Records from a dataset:
◆ ◆ ◆ ◆
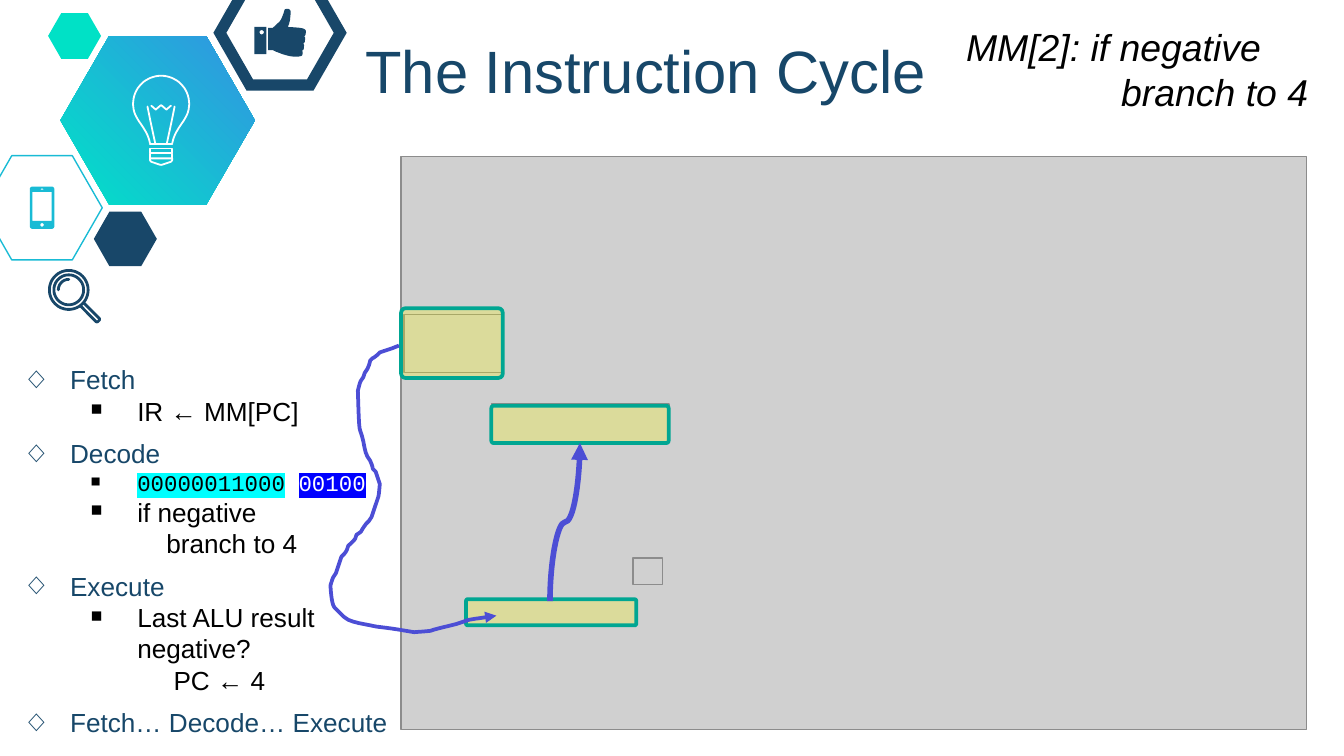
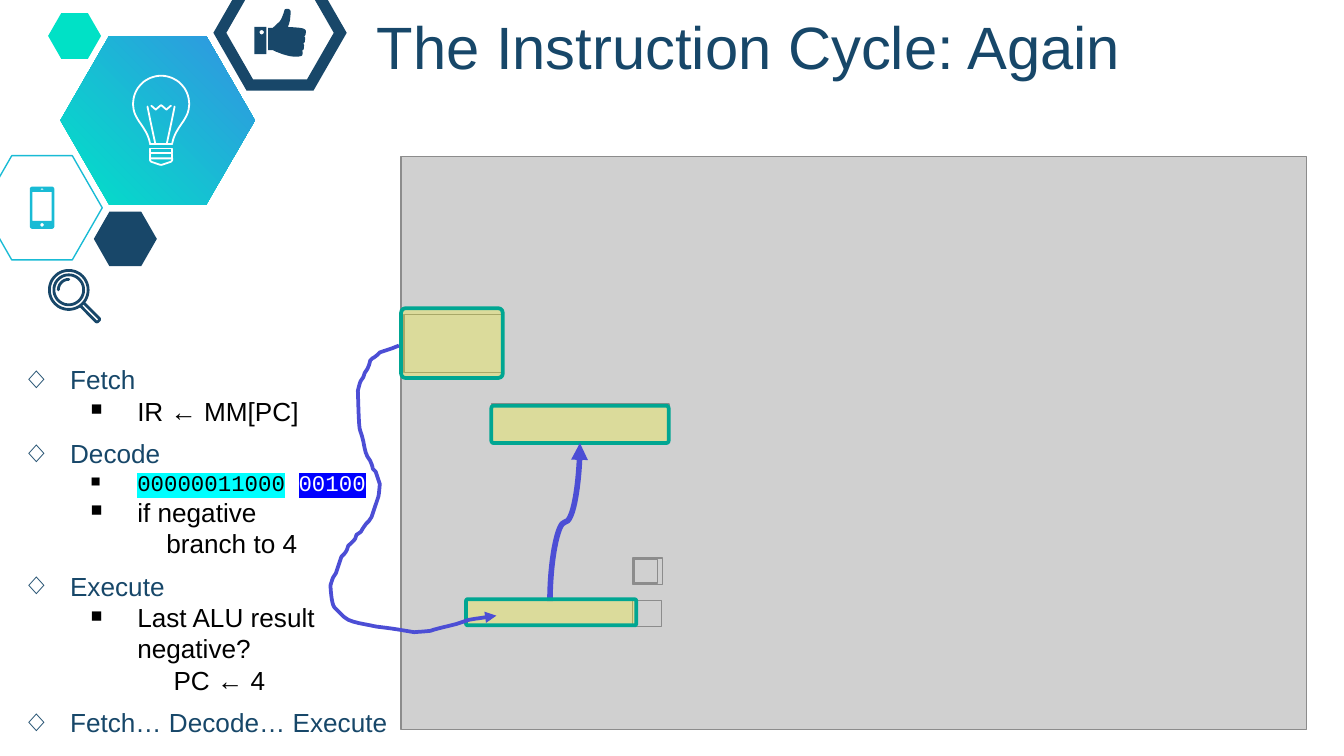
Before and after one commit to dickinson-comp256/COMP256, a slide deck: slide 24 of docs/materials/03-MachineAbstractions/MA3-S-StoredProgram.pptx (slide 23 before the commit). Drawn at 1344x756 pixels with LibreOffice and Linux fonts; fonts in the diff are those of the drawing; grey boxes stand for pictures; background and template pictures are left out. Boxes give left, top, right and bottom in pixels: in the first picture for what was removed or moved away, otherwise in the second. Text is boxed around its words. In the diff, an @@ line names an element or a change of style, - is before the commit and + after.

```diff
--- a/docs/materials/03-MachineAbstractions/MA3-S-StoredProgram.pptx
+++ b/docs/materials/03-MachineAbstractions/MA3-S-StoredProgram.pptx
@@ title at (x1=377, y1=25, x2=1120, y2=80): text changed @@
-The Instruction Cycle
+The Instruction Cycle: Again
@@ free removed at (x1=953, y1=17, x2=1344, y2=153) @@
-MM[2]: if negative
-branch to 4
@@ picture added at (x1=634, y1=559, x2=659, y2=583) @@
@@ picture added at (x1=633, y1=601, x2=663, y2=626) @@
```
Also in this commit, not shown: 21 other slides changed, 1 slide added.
◆ ◆ ◆ ◆
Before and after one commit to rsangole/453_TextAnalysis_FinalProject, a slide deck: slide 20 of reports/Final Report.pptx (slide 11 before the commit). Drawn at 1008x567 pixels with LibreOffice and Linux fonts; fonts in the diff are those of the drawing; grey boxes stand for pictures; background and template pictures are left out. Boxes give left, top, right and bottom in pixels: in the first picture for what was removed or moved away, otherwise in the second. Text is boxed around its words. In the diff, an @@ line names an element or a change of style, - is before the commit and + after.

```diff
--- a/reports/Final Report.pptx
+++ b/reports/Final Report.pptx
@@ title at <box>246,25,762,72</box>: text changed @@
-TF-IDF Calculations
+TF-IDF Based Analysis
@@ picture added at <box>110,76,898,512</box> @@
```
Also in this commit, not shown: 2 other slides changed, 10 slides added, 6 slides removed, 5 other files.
◆ ◆ ◆ ◆
» Task details: All that is needed is how many lines of the data contain "reports", stated as a number.

» Written answer: 3